Another key decision to facilitate virality is to make E.gg pages standalone web pages, accessible and shareable outside of the app, on any device or social network. Apart from dramatically increasing the reach of this content, it also doubles as a nifty growth loop: every E.gg page has a link back to E.gg's home page, creating an organic user acquisition channel as people create and share more E.gg pages around the web. For a product that is so tightly connected to a behavior of sharing memes, this can be a true home run.
Another interesting virality quirk could be in the bits themselves. In E.gg, you can tap any element on any page (yours or not), which gives you a swipeable view of every E.gg page that has used that same bit. I'm not entirely sure how this will play out, but my hunch is that it could become a way for people to explore viral memes. It could function similarly to tagging a video on TikTok, so that people can easily see all videos from users who have, for example, participated in that latest cool TikTok challenge you're so into. Here, it seems like bits could be creating more organic connections between content created in the platform, offering a way for bits—not just pages—to go viral. This could have a similar impact to music getting popular because of viral TikToks (👋 Fleetwood Mac fans!) or hashtags connecting discourse on Twitter. If E.gg takes off, sponsored bits and branded ads will surely follow.
Takeaways and what to watch for
It's hard, but not impossible to engineer the next cool thing. A recent report commissioned by Facebook showed that “about one-third of [the] top 100 most downloaded apps are new entrants each year”. This means that cool is a fleeting thing in the world of tech consumer products. Given the competitive landscape and how much ground Facebook has lost ground to TikTok and Snap recently, entertaining left field ideas such as E.gg became a necessity. Nobody really knows what a new generation of users will crown as the next cool thing!
The big question surrounding E.gg is a basic one for every social network: getting to critical mass.
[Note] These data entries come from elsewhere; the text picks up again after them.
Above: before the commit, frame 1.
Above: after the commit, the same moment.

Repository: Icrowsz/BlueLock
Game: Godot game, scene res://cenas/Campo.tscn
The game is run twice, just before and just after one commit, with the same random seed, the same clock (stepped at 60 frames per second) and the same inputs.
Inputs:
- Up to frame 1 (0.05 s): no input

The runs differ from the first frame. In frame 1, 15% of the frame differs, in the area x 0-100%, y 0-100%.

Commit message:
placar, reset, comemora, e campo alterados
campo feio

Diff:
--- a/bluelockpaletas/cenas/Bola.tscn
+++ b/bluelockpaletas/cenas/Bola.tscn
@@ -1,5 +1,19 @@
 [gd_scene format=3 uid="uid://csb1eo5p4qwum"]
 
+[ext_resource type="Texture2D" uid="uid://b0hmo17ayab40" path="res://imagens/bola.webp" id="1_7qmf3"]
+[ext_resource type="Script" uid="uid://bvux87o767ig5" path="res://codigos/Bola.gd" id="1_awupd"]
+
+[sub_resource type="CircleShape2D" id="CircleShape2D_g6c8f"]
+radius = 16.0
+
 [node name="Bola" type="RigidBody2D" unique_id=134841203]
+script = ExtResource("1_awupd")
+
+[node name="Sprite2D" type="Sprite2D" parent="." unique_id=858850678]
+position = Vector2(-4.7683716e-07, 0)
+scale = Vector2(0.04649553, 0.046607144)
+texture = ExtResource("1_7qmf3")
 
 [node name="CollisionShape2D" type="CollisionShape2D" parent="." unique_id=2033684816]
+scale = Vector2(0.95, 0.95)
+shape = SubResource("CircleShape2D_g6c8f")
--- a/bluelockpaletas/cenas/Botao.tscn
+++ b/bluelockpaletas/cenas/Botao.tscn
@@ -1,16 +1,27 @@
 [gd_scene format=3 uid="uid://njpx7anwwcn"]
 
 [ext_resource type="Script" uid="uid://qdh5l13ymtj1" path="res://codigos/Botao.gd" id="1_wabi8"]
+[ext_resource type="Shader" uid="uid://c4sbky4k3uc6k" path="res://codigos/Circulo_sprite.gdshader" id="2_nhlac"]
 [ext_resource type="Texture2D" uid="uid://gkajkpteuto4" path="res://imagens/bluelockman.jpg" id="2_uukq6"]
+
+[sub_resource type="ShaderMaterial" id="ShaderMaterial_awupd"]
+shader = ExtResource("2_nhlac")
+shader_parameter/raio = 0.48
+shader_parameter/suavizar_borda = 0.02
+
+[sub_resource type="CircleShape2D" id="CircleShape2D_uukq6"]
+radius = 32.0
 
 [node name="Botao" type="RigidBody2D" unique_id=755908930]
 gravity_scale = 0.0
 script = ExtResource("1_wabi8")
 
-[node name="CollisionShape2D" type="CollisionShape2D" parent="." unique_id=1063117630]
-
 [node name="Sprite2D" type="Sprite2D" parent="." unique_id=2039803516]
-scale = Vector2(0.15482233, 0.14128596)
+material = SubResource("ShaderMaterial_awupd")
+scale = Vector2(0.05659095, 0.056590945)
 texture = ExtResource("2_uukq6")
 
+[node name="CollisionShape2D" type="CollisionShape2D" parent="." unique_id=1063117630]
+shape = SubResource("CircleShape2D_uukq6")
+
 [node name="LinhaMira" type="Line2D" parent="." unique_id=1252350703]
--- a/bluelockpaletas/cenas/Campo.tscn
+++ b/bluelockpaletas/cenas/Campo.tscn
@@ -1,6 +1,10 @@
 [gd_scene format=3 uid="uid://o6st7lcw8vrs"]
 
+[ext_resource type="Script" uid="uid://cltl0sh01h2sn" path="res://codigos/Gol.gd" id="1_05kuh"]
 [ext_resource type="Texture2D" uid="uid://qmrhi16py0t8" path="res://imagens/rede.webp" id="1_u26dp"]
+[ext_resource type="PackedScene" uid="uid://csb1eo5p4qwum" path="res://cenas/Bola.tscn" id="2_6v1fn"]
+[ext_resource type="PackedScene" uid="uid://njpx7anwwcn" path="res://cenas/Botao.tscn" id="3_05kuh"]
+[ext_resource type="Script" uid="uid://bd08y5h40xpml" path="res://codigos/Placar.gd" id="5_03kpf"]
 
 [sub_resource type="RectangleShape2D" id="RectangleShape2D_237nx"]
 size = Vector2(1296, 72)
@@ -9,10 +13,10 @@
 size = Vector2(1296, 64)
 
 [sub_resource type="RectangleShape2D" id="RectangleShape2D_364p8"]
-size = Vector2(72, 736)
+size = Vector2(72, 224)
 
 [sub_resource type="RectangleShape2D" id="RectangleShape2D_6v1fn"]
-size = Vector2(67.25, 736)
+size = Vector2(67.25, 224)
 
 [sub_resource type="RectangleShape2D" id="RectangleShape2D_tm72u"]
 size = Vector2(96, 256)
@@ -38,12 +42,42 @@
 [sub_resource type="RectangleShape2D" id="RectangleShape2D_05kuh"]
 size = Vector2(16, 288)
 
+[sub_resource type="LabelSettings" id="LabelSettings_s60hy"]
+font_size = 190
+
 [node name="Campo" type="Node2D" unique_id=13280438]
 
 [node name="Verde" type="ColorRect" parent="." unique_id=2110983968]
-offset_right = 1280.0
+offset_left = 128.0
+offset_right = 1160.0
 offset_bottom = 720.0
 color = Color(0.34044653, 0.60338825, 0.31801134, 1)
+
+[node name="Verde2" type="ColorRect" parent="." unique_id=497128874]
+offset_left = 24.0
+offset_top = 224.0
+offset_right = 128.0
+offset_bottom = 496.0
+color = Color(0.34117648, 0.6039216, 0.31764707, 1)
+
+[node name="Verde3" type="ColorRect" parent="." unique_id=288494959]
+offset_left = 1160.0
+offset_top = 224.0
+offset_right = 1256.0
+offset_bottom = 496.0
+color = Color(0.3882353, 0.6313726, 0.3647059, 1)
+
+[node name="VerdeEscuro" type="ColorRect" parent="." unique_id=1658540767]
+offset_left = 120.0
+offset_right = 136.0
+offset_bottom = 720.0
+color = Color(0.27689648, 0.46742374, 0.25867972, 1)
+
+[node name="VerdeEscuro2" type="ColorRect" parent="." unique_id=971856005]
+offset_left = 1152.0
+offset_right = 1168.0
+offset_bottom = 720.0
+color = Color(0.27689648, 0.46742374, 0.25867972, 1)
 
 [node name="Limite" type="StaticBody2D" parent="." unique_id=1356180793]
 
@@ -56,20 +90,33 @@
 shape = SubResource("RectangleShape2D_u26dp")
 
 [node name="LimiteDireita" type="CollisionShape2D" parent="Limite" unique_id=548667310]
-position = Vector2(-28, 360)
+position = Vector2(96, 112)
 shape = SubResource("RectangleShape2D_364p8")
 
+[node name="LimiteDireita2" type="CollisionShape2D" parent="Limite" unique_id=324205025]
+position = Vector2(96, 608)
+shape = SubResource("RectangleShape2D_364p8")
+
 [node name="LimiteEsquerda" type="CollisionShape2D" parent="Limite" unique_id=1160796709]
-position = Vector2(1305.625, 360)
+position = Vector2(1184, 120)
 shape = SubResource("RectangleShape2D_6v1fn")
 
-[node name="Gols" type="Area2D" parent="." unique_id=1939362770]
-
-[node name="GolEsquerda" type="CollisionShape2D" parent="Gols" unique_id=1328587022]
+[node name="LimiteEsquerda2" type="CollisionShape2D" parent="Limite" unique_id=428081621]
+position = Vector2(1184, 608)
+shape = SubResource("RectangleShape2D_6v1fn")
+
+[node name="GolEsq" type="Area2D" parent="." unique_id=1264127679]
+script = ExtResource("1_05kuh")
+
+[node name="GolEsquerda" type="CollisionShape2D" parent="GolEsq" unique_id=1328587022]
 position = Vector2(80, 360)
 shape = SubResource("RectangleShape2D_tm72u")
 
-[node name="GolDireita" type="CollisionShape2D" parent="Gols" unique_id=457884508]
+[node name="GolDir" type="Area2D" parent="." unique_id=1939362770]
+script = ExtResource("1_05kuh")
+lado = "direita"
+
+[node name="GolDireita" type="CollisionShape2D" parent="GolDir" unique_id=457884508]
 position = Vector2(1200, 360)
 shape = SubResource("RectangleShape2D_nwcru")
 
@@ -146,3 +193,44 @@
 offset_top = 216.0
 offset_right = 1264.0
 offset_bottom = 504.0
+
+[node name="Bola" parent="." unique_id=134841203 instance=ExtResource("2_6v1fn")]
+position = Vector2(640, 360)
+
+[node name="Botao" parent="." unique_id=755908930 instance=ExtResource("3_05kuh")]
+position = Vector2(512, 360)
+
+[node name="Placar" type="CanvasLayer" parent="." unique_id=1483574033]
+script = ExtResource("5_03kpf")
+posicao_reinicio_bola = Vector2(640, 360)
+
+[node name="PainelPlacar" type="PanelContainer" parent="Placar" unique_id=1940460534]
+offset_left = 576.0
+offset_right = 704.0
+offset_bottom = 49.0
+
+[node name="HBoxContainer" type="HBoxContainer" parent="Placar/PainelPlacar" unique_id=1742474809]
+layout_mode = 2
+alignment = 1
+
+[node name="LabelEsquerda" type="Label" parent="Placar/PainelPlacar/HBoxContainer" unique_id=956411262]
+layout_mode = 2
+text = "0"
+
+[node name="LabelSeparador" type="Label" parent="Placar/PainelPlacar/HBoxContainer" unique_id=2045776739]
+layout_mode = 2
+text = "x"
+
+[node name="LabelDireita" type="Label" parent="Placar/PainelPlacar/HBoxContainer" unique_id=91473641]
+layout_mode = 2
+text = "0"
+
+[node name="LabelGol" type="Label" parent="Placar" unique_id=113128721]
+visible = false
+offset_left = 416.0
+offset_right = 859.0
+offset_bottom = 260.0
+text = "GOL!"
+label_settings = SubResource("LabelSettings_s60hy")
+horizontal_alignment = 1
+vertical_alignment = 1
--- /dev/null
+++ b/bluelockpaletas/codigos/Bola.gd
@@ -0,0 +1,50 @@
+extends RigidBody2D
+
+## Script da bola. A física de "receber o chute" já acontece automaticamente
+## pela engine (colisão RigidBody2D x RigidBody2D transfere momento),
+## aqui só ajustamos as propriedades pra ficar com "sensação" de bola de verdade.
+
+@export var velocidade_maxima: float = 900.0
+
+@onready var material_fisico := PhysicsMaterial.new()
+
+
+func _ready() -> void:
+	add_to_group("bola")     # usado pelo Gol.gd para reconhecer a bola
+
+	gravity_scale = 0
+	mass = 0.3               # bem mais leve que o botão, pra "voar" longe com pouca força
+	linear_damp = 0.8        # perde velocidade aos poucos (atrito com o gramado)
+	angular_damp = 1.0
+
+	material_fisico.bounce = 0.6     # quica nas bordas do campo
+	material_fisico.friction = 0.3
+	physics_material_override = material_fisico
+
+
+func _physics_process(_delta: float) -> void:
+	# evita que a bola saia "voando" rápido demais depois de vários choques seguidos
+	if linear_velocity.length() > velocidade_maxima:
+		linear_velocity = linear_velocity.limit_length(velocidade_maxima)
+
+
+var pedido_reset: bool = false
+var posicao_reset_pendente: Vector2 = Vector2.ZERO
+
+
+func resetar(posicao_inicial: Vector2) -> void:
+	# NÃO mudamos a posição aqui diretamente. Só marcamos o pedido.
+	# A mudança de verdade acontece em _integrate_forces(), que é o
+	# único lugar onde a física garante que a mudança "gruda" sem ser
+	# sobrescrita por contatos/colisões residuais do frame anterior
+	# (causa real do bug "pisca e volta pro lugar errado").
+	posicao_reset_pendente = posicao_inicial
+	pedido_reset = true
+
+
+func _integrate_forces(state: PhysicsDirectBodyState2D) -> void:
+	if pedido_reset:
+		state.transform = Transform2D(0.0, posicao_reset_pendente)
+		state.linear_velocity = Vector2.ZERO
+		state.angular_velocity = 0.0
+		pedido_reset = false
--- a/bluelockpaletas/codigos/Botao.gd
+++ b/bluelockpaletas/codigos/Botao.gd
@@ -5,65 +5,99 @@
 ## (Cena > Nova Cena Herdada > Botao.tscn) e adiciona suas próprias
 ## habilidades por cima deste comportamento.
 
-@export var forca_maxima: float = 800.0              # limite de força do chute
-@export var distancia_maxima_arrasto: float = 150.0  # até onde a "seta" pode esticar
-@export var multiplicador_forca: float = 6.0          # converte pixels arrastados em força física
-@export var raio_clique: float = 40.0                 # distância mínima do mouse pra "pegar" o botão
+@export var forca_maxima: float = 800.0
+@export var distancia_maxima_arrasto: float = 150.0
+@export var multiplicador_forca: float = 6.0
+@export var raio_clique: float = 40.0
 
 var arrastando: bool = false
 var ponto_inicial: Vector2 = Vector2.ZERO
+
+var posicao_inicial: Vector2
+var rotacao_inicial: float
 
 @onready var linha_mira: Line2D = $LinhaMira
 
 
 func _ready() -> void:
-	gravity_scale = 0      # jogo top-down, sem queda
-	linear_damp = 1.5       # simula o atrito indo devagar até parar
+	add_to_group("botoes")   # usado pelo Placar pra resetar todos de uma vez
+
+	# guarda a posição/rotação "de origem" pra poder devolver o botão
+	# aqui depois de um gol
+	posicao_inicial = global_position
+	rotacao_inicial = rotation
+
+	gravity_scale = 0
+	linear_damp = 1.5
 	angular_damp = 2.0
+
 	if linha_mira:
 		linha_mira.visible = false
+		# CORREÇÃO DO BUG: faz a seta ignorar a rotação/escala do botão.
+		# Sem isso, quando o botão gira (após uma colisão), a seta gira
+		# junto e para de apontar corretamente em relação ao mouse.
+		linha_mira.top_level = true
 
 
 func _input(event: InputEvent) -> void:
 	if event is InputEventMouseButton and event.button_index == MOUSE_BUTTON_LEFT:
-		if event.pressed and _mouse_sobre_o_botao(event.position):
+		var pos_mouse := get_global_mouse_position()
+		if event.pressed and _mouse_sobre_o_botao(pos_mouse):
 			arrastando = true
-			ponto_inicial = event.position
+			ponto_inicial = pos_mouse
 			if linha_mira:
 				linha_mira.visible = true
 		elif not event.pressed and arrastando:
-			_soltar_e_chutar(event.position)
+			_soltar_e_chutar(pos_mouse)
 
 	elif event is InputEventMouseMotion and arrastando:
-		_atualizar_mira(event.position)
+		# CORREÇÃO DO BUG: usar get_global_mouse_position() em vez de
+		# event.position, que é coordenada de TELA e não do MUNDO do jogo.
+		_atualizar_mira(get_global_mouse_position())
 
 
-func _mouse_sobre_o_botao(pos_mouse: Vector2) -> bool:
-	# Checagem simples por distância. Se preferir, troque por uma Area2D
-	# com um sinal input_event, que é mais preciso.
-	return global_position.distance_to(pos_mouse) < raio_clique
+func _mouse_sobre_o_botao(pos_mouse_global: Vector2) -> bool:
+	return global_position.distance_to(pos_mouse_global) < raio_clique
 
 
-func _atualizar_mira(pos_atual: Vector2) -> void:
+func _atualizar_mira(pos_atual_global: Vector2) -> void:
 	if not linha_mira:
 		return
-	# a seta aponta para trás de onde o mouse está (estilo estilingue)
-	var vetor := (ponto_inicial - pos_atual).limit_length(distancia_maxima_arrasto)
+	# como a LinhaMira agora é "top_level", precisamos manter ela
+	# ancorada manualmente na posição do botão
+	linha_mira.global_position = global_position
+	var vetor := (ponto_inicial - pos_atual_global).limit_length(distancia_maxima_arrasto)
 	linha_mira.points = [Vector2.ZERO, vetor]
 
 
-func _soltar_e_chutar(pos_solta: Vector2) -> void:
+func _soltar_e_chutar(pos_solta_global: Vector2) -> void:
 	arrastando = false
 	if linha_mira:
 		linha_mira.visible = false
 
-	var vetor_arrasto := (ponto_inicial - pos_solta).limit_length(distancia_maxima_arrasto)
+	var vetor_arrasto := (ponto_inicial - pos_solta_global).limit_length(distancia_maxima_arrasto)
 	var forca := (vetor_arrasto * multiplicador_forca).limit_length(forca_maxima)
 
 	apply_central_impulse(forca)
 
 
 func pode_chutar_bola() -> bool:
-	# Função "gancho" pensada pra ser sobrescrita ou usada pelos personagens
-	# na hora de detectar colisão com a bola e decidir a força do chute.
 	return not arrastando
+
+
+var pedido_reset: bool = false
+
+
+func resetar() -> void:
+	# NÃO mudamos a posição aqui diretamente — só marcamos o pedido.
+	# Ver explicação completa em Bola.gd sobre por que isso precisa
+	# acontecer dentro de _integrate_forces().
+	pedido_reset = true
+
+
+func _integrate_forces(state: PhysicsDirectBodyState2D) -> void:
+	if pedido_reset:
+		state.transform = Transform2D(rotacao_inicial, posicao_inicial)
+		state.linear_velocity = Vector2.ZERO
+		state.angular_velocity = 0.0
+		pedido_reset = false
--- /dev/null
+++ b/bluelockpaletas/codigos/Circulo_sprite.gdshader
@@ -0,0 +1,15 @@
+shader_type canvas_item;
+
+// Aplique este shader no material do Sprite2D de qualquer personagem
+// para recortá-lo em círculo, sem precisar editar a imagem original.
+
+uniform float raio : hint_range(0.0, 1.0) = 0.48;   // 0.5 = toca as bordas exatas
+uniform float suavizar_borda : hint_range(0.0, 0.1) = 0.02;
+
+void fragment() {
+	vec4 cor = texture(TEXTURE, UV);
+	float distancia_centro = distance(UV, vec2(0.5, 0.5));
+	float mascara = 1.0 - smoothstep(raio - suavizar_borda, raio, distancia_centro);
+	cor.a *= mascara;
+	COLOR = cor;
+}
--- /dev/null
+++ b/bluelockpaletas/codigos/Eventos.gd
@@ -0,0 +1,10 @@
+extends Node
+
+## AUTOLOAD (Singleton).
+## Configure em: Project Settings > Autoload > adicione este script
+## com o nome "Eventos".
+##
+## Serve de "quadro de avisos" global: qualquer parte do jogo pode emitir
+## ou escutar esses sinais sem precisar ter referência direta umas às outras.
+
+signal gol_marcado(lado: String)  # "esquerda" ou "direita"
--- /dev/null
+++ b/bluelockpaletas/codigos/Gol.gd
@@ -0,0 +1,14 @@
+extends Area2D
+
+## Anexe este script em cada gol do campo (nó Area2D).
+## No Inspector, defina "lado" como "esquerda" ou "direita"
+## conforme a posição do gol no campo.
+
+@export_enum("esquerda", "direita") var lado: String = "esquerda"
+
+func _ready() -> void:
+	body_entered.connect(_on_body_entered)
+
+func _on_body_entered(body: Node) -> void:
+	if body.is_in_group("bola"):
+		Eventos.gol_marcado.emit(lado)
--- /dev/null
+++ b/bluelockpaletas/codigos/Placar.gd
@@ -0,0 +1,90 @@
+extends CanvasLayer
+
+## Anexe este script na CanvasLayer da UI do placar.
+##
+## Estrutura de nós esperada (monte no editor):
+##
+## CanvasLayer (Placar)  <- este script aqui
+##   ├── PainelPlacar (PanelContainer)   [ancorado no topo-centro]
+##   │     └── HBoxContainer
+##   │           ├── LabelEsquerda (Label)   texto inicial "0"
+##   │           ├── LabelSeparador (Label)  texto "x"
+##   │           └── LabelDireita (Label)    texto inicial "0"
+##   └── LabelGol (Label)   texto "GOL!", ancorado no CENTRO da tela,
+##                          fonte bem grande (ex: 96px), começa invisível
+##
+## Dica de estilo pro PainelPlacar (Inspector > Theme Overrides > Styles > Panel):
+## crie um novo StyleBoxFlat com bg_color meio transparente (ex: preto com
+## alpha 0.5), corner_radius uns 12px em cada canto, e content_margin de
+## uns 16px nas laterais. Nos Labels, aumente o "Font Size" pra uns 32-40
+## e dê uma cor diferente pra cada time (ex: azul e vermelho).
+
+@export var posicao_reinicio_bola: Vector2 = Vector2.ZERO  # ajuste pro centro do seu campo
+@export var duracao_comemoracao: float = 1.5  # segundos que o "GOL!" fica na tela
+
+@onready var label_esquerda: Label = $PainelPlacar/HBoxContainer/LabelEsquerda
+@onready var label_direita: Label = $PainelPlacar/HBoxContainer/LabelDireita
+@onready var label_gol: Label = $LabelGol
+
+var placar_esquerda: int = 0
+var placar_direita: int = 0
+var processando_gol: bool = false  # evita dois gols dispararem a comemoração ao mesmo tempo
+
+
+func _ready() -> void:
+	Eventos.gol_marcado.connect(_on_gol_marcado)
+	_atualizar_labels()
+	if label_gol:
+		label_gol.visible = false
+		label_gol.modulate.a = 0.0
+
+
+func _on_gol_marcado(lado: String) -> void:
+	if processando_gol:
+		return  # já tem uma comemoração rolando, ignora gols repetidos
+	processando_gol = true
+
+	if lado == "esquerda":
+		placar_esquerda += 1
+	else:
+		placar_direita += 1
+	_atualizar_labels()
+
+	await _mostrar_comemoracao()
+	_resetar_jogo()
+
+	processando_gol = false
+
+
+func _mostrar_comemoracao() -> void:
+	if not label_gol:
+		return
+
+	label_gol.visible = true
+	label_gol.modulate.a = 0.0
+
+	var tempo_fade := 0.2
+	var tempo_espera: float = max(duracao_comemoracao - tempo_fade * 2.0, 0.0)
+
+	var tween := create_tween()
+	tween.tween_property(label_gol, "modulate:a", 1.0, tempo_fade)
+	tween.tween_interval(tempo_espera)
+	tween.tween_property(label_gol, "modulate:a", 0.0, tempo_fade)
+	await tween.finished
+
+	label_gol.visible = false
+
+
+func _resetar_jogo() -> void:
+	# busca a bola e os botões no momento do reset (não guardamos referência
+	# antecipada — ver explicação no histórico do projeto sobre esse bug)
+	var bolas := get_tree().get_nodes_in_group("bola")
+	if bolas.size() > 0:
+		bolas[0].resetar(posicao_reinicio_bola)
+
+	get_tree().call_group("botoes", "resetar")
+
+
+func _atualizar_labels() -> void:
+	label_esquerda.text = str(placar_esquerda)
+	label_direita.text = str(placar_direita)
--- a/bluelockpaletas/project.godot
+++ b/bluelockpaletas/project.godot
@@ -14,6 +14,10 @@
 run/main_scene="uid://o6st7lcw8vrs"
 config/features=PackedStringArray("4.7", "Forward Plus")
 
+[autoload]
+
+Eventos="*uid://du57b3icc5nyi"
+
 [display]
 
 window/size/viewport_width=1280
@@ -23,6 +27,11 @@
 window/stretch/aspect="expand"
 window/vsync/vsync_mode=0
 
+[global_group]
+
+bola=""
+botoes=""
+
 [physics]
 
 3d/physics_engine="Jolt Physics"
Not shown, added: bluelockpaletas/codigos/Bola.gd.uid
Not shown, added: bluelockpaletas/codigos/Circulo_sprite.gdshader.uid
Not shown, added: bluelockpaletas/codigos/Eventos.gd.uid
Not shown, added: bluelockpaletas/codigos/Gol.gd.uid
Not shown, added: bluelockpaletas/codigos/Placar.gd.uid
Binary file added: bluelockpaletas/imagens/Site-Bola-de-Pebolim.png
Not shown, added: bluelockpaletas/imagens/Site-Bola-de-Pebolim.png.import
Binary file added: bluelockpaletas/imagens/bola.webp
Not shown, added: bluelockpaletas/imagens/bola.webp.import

To jump start the network, this bet on a new content format needs to pay off. Users need to create pages on E.gg because it is a tool that fits their creative expression. If they can manage to pass that hurdle, then we're in network effects territory and here Facebook has deep, deep expertise to play with. Will this content format resonate enough to get it going? How will it fare competing for creators with TikTok? And is it really a wise bet to go content-first (or algorithm-first), instead of relying on personal connections (aka the social graph) like Muze is doing? Time will tell.
And there are more unknowns. For example, E.gg has stirred some controversy early in its life by how it dealt with artistic attribution. It's also unclear how they will handle more personal, sensitive content such as your own photos, given that every bit can be viewed and reused by anyone. As usual, content moderation will be a challenge, too. E.gg's success will likely hinge on two equally important parts: how much fun creative people will get from creating pages, and how much social capital reward they can extract from it to make them fully adopt this new social network. I'm optimistic that E.gg can succeed in the first part, but rather skeptical on the latter part.